__ Summary and Contributions__: The paper investigated the constrained learning based on the probably approximately correct (PAC) learning framework. Authors proposed the framework of constrained learning and generalizsed theory and, demonstrated how to approximate such learning in practice.

__ Strengths__: Constraint learning was nicely framed and it was easy to follow the problem and ideas. Based on the empirical Lagrangian, the constrained learning solution was proposed and authors showed that this is compatible.

__ Weaknesses__: The compatibility of the new constraint learning algorithm was shown through simulation studies.
For the first simulation study, the constraint is on the KL for male and female is under some threshold, c. Why would you want to fit a parametric model with small difference (or zero difference) between gender? For data analysis purpose, wouldn’t you want to have a model in which characterize gender difference?
This framework is useful when there are clear constraints due to the nature of problem.
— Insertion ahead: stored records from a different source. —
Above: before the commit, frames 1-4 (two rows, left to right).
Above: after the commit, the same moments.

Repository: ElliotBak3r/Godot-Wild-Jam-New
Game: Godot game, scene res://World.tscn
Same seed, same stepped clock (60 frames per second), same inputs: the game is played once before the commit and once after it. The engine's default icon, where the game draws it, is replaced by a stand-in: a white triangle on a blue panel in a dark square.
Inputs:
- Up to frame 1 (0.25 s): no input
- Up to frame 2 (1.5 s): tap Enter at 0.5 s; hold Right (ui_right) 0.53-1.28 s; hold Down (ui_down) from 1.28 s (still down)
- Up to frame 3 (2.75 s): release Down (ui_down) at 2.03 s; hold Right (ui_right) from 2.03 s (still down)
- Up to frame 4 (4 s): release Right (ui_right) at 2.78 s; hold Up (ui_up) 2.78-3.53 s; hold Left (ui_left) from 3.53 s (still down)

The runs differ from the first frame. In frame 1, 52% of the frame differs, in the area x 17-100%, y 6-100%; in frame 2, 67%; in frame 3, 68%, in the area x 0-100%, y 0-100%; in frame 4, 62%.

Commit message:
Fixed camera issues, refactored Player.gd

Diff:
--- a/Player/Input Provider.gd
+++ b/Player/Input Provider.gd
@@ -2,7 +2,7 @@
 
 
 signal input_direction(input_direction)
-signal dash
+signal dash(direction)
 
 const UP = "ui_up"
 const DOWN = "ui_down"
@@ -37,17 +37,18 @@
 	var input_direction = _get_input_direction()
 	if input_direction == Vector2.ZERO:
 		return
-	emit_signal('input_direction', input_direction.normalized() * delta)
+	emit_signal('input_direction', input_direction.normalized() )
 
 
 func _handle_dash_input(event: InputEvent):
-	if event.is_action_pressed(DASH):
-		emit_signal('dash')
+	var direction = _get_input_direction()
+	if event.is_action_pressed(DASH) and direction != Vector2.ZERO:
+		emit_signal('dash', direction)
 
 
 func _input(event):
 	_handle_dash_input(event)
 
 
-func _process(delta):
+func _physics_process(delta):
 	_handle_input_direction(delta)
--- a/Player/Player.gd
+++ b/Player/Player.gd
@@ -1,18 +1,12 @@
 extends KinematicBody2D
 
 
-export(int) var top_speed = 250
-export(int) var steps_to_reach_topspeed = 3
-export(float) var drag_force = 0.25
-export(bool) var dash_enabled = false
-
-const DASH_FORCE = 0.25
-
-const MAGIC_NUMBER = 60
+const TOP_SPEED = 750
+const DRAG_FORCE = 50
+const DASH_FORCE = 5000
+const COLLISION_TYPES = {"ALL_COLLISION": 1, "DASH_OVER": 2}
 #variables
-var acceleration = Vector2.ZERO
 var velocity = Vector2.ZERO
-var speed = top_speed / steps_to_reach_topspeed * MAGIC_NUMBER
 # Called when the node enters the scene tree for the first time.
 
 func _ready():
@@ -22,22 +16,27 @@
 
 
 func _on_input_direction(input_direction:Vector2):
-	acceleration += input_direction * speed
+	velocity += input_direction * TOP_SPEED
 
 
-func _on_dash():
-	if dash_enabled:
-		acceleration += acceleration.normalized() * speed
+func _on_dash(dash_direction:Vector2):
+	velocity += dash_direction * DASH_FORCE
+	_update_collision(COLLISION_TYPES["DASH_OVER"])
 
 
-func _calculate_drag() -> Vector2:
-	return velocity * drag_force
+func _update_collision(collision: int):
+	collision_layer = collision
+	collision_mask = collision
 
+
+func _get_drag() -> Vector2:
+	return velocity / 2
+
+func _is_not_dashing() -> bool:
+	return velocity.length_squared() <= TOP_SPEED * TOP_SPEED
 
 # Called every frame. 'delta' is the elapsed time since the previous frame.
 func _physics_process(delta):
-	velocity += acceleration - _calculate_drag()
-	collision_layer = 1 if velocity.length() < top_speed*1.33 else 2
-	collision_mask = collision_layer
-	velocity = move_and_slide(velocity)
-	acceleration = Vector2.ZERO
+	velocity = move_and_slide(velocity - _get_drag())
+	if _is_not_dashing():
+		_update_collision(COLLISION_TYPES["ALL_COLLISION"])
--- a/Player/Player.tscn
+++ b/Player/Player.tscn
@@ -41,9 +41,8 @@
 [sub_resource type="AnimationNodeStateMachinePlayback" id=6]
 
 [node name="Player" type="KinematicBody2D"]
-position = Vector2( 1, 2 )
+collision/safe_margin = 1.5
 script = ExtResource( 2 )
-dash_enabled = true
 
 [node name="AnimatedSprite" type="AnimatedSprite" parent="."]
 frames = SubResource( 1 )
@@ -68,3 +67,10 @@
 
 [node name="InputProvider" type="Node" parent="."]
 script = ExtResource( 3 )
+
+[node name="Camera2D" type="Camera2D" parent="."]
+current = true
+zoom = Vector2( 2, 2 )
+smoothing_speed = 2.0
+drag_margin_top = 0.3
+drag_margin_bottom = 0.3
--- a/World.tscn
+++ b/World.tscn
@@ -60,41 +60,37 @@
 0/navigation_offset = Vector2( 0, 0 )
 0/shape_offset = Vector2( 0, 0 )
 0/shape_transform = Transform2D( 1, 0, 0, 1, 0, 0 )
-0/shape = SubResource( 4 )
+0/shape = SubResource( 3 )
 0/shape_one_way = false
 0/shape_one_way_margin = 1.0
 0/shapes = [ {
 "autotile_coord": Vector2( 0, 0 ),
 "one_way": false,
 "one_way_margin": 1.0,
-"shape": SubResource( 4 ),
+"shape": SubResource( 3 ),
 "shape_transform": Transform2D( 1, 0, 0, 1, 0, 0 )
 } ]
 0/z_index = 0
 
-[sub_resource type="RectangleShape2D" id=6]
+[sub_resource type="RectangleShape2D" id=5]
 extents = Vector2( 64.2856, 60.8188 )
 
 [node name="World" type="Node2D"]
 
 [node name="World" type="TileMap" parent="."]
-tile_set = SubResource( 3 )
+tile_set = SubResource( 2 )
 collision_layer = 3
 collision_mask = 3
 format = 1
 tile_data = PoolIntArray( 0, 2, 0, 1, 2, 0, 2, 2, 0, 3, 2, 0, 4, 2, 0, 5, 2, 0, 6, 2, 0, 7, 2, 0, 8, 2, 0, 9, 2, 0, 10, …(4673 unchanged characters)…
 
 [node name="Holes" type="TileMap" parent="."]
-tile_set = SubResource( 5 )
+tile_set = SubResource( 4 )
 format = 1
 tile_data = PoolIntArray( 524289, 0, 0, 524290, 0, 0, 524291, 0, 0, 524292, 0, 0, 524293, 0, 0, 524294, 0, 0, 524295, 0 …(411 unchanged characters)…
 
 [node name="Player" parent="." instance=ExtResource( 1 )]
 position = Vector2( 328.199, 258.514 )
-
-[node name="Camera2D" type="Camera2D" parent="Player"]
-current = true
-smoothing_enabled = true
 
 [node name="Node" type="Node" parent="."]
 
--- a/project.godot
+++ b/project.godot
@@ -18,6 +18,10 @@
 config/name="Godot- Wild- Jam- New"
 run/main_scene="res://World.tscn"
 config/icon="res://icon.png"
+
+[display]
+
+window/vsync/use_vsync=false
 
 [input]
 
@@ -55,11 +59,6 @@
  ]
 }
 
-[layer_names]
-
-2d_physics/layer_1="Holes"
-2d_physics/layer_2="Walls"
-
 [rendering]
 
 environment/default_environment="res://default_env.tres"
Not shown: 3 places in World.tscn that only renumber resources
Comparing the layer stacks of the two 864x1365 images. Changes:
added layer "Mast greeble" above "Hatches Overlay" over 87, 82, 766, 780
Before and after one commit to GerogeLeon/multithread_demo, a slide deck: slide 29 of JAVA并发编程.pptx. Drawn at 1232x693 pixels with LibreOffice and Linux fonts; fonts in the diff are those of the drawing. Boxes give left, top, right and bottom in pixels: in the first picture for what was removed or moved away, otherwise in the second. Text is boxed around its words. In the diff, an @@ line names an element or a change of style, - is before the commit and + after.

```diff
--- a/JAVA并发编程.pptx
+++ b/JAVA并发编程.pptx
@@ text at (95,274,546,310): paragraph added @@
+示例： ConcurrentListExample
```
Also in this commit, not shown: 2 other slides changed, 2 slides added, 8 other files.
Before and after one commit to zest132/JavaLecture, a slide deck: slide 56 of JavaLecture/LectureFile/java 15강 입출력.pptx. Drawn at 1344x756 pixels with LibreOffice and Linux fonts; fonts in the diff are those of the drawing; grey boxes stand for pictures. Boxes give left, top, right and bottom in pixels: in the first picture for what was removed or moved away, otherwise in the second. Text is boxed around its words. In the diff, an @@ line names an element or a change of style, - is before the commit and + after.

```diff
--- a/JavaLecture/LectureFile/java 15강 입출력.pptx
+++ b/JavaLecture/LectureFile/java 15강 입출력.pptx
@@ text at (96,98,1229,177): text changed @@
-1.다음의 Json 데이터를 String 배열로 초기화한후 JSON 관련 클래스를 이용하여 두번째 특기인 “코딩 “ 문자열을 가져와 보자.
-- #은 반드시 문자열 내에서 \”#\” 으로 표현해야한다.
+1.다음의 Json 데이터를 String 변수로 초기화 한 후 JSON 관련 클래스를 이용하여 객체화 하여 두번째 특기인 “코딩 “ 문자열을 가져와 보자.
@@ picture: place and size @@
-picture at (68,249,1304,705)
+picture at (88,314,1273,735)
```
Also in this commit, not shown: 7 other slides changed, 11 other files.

When there is no clear constraints, can we use this algorithm to improve a better fit or investigate particular feature of data?

__ Correctness__: Although this is not my area, I didn’t find any major fault.

__ Clarity__: It was easy to follow the paper and the structure was clear.

__ Relation to Prior Work__: Literature review was provided.

__ Reproducibility__: Yes

__ Additional Feedback__:

__ Summary and Contributions__: The paper elaborates a theory for PAC learning under constraints. Authors show that PAC and PACC learning are equivalently hard, and derive a generalization bound for PACC. They also develop a method for learning and show experiments that support their theory.

__ Strengths__: 1. Claims and experimental set up are technically correct, though the latter is detailed in the appendix.
2. The line of work is novel since there is scarce work in PAC learnability under constraints. The significance of the theory might be somewhat limited as it shares the same limitations of unconstrained PAC, where there is more advances like PAC-Bayes and its many variants.
3. The work is of high relevance to the learning community as it serves as first steps toward formalizing learnability under constraints.

__ Weaknesses__: In my opinion the main weakness/limitation is the dependance of the generalization bound on the optimal lagrange multipliers (dual variables). That is, it unclear to me how could we compute the number of samples without knowing them. The appeal of many generalization bounds is that one could compute the sufficient number of samples to attain certain desired error. I would appreciate if authors can comment on this concern.

__ Correctness__: Yes, all claims and experimental set up are sound.

__ Clarity__: Yes, the paper delivers its message clearly.

__ Relation to Prior Work__: Authors do a good job relating and contrasting to prior work.

__ Reproducibility__: Yes

__ Additional Feedback__: Some minor comments:
* What does the acronym CSL stand for?
* The norms in result of Theorem 2 (equation 6), should both be || ||_1 or does L_1 denotes another norm?
* There is a bracket missing in (3a)
=== UPDATE:
After reading author's response, I am leaving my score unchanged. I consider the work to be a good contribution to the theory of constrained learning.

__ Summary and Contributions__: The paper extends the probably approximately correct (PAC) learning framework to include constraints on the learned hypothesis. This new framework, coined PACC is shown to be as hard as a corresponding PAC problem (without constraints). A practical algorithm for PACC learning is discussed.

__ Strengths__: Putting forward an extension of the PAC set up by taking constraints explicitly into account seems an interesting idea. The paper also illustrates how to use this extended framework for implementing fair and robust ML methods.

__ Weaknesses__: - I suggest adding a detailed outline of the paper in the introduction section
- the contributions relative to existing work should be spelled out more explicitly in Section 2
- the quality of presentation and clarity should be improved
- it is not made clear how the theory developed in this paper allows interpreting
the numerical results,e .g. "Doing so yields nominal accuracies of 87% with adversarial accuracies of 82% at 0.04, 75% at 0.08...."

__ Correctness__: Probably.

__ Clarity__: the wording/clarity might be improved, e.g.,
- "...we can soften the worst-case requirements..." maybe use weakened instead of soften
- i guess in (3a) and (3b) are some typos. e.g., what is the index i and j there ?
- "PACC Learning is as Hard..." would it make sense to use "is not harder than PAC" instead of "..is as hard ..."
- "...that PAC and PACC learning are equivalent problems." in which precise sense are they equivalent?
- "Although we know this dual problem is not related to (PIV)..." how is it related precisely ?
- how is epsilon related to epsilon_0 in Theorem 2?
- what is the input and what is the output of Algorithm 1
- maybe you could state Algorithm 1 earlier in the paper to improve the readability
- "... if perturbations as small as 0.04 are allowed"
- "...the dual variables have a sensitivity interpretation: the larger their value, the harder the constraint is to satisfy [18]" can we make this interpretation precise by some bound ?

__ Relation to Prior Work__: the offerings made by this paper relative to existing work could be made more explicit in Section 2.

__ Reproducibility__: No

__ Additional Feedback__: i could not find the details for how step 3 of Algorithm 1 is implemented in the experiments.